Jerry Boylan, the first to jump ship, could be sentenced to 10 years in prison
By Newser Editors and Wire Services
Posted Nov 6, 2023 7:40 PM CST
Captain Who Jumped Ship Before 34 Died Is Convicted
The burned hull of the dive boat Conception is brought to the surface by a salvage team off Santa Cruz Island, California, on Sept. 12, 2019.   (Brian van der Brug/Los Angeles Times via AP, File)

A federal jury on Monday found a scuba dive boat captain was criminally negligent in the deaths of 34 people killed in a fire aboard the vessel in 2019, the deadliest maritime disaster in recent US history. The US Attorney's Office in Los Angeles confirmed Jerry Boylan was found guilty of one count of misconduct or neglect of ship officer, a pre-Civil War statute colloquially known as seaman's manslaughter that was designed to hold steamboat captains and crew responsible for maritime disasters. Boylan was the only person to face criminal charges connected to the fire. He could get 10 years behind bars when he's sentenced Feb. 8, the AP reports.

The verdict comes more than four years after the Sept. 2, 2019, tragedy, which prompted changes to maritime regulations, congressional action, and civil lawsuits. The Conception was anchored off the Channel Islands, 25 miles south of Santa Barbara, when it caught fire before dawn on the final day of a three-day excursion, sinking less than 100 feet from shore. Thirty-three passengers and a crew member perished, trapped in a bunkroom below deck, per the AP. Among the dead were the deckhand, who had landed her dream job; an environmental scientist who did research in Antarctica; a globe-trotting couple; a Singaporean data scientist; and a family of three sisters, their father and his wife.

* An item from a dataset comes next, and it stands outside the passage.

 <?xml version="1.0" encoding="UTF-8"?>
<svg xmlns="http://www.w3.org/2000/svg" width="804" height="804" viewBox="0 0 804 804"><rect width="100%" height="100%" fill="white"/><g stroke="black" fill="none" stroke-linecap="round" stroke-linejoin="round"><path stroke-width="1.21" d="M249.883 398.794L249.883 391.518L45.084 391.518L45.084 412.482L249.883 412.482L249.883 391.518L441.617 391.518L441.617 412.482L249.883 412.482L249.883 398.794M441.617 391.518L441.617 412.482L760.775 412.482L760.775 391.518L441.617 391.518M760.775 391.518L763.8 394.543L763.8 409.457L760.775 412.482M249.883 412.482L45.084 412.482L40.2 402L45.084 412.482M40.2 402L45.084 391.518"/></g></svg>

Boylan was the first to abandon ship and jump overboard. Four crew members who joined him also survived. Although the exact cause of the blaze remains undetermined, the prosecutors and defense sought to assign blame throughout the trial. The US Attorney's Office said Boylan failed to post the required roving night watch and never properly trained his crew in firefighting. The lack of the roving watch meant the fire was able to spread undetected across the 75-foot boat. Boylan's attorneys sought to pin blame on boat owner Glen Fritzler, saying he was responsible for training the crew in firefighting, as well as for creating a lax seafaring culture they called "the Fritzler way," in which no captain who worked for him posted a roving watch. While the criminal trial is over, several civil lawsuits remain ongoing.